If asked to name a famous female physicist, the name Marie Curie is the one most likely to come to mind. But there are many others and one of the people who should be much better known is Chien-Shiung Wu (1912-1997), who used to be often referred to as Madame Wu.
It was her careful experimental work that showed that parity violation did indeed occur, as predicted by theoretical physicists Chen Ning Yang and Tsung-Dao Lee. Yang and Lee received the Nobel prize for this in 1957 but Wu’s contribution was not recognized, an omission that has been widely criticized.
Wu was a remarkable physicist who did receive many other honors, as can be read in this biographical article. She was the first Chinese-American elected to the National Academy of Sciences in 1958 and in 1967 she served as the first female president of the American Physical Society.
Yesterday, on the occasion of the sixth International Day of Women and Girls in Science, the U.S. Postal Service issued a new forever stamp to honor her.
Rob Grigjanis says
To my shame, I didn’t know about Wu until long after I left physics. Her work was key to the later development of the Standard Model.
John Morales says
I had to look this up:
“Forever-stamp meaning
(US) A postage stamp with no indicated monetary value and indefinitely valid for a given service, e.g. a domestic first-class letter under 20 grams.”
—
As for posthumous honours, well… they’re certainly not appreciated by the deceased.
Rob Grigjanis says
John @2:
Where did you get your MBO (Master of the Bleedin Obvious)?
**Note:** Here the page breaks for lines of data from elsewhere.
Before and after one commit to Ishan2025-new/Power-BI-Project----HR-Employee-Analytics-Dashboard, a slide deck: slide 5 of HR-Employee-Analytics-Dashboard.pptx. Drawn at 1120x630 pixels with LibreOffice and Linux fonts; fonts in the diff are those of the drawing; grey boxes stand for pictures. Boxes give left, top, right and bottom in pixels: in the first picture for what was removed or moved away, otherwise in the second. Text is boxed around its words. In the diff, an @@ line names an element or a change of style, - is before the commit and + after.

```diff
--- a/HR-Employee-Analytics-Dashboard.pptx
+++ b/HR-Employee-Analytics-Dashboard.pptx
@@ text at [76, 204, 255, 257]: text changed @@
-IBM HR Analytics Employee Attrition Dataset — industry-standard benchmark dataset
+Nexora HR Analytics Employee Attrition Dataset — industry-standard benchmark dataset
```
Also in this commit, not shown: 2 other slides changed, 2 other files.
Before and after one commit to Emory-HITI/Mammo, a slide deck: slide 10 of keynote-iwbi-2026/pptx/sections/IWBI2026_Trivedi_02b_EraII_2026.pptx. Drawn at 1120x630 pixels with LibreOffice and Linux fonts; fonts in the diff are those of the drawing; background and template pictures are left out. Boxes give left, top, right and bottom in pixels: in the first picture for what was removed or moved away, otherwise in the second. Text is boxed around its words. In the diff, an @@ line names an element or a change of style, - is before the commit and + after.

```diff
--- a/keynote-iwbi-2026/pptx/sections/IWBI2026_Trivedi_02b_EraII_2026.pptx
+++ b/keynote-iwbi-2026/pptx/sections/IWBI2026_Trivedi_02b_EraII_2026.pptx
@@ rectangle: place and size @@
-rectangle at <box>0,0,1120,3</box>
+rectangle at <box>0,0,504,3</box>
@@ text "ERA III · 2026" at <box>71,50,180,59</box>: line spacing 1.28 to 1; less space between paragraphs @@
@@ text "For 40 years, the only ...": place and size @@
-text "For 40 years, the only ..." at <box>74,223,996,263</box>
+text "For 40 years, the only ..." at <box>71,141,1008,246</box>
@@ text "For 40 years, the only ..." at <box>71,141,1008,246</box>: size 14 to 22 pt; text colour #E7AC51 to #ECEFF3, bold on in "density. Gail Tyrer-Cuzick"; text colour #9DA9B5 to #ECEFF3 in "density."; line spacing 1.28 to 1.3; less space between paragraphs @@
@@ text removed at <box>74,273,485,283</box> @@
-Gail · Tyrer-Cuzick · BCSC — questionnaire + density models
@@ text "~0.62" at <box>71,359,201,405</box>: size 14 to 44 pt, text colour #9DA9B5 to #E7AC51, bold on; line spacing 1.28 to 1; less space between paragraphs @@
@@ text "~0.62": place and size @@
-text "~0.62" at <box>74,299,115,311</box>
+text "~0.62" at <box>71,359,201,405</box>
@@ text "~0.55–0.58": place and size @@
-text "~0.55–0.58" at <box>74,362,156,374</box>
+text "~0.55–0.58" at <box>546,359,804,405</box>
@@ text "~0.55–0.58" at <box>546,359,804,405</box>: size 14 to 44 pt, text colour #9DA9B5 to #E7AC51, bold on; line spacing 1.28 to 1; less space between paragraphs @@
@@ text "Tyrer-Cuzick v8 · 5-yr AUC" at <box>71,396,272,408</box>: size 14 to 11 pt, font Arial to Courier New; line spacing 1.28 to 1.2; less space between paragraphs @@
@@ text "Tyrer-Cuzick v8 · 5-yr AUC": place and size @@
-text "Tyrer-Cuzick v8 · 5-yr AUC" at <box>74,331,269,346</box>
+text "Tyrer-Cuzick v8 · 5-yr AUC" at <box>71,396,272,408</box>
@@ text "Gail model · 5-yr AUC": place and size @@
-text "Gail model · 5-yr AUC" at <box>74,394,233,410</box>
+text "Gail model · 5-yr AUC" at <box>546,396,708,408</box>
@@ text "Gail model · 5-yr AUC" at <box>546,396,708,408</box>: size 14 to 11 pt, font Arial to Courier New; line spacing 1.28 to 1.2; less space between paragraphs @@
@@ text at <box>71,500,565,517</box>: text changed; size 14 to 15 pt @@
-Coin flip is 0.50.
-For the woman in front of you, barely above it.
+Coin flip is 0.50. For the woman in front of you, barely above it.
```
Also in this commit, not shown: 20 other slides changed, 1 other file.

The importance lies in the living recognizing the contributions of the deceased. But you knew that.
Callinectes says
She also wrote the book on Beta Decay.
In my time I’ve been asked to write reports on various accomplished people in history, at least one time specifying “women scientists” (and what a sea of Marie Curie responses that elicits!) and I regularly pick Madame Wu in the confident knowledge that I’m actually going to educate anyone I give the report to.
file thirteen says
Mano, why did you abbreviate her name in the title rather than spelling it in full?
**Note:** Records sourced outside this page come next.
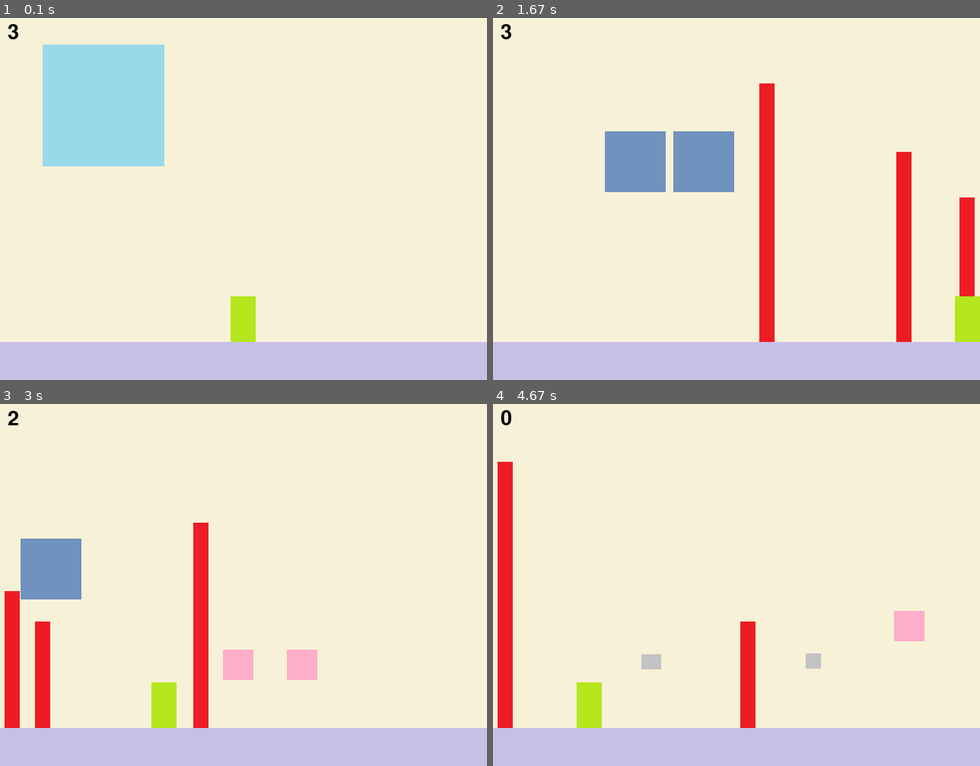
Above: before the commit, frames 1-4 (two rows, left to right).
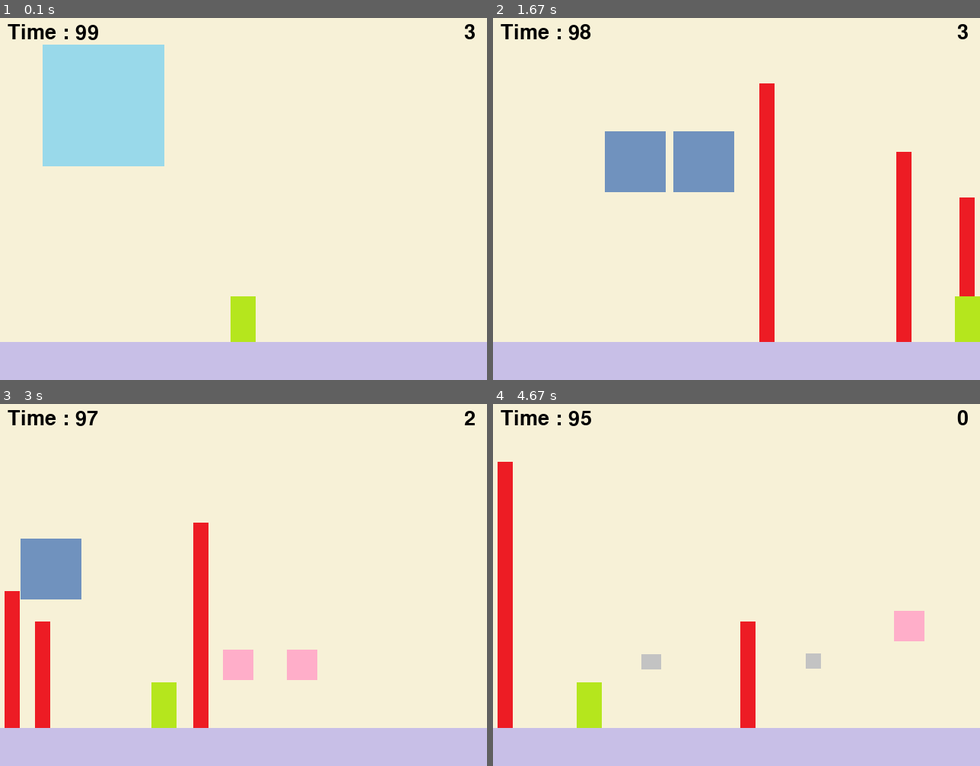
Above: after the commit, the same moments.

Repository: bnheey/Python_Project
Game: pygame game, started from pygame_project/split_balloon_game.py
The game is run twice, just before and just after one commit, with the same random seed, the same clock (stepped at 60 frames per second) and the same inputs.
Inputs:
- Up to frame 1 (0.1 s): no input
- Up to frame 2 (1.67 s): tap Space at 0.33, 0.73, 1.03, 1.23, 1.53 s; hold Right 0.67-1.13 s; hold Right 1.17-1.63 s
- Up to frame 3 (3 s): hold Left 1.67-2.2 s; tap Space at 1.73, 2.03, 2.3, 2.6, 2.73 s; hold Left 2.23-2.63 s; hold Right from 2.67 s (still down)
- Up to frame 4 (4.67 s): tap Space at 3.03, 3.4, 3.7, 3.9, 4.2, 4.4 s; release Right at 3.3 s; hold Left 3.33-3.8 s; hold Right 3.83-4.3 s; hold Right from 4.33 s (still down)

The runs differ from the first frame. In frame 1, 0.4% of the frame differs, in the area x 1-98%, y 1-7%; in frame 2, 0.4%; in frame 3, 0.4%; in frame 4, 0.4%.

Commit message:
GAME OVER, TIME OUT, MISSION COMPLETE 화면 표시

Diff:
--- a/pygame_project/split_balloon_game.py
+++ b/pygame_project/split_balloon_game.py
@@ -36,6 +36,11 @@
 
 # 폰트 설정
 game_font = pygame.font.Font(None, 40)
+total_time = 100
+start_ticks = pygame.time.get_ticks()
+
+# 게임 종료 메시지
+game_result = "GAME OVER"
 
 # 이동할 좌표
 character_to_x = 0
@@ -188,7 +193,6 @@
             life -= 1
             character_x_pos = 10
             character_y_pos = screen_height - character_height - stage_height
-
 
         # 공과 무기들 충돌 처리
         for weapon_idx, weapon_val in enumerate(weapons):
@@ -242,6 +246,11 @@
         del weapons[weapon_to_remove]
         weapon_to_remove = -1
 
+    # 모든 공을 없앤경우 게임 종료
+    if len(balloons) == 0:
+        game_result = "Mission Complete"
+        running = False
+
     # 5. 화면에 그리기 - screen.blit
     screen.blit(background, (0, 0))
     for weapon_x_pos, weapon_y_pos in weapons:
@@ -257,8 +266,25 @@
     screen.blit(character, (character_x_pos, character_y_pos))
 
     now_life = game_font.render(str(int(life)), True, (0, 0, 0))
-    screen.blit(now_life, (10, 10))
+    screen.blit(now_life, (screen_width - 30, 10))
+
+    elapsed_time = (pygame.time.get_ticks() - start_ticks) / 1000
+    timer = game_font.render(f"Time : {int(total_time - elapsed_time)}", True, (0, 0, 0))
+    screen.blit(timer, (10, 10))
+
+    # 시간 초과
+    if total_time - elapsed_time <= 0:
+        game_result = "Time Over"
+        running = False
 
     pygame.display.update()
+# 게임 오버 메시지 저장
+msg = game_font.render(game_result, True, (0, 0, 0))
+msg_rect = msg.get_rect(center=(int(screen_width / 2), int(screen_height / 2)))
+
+screen.blit(msg, msg_rect)
+pygame.display.update()
+
+pygame.time.delay(2000)
 
 pygame.quit()

You can see the stamp here
blf says
I admit I don’t recall Madame Wu.
From Ye Pfffft! of All Knowledge article, “In 1975, Robert Serber, the new chairman of the Physics Department at Columbia University, adjusted her pay to make it equal to that of her male counterparts.” She joined Columbia in August 1945, and was a full professor since 1958.
Mano Singham says
file thirteen @#5,
That was how she was referred to from the time I became aware of her work back in graduate school and how I always knew her as.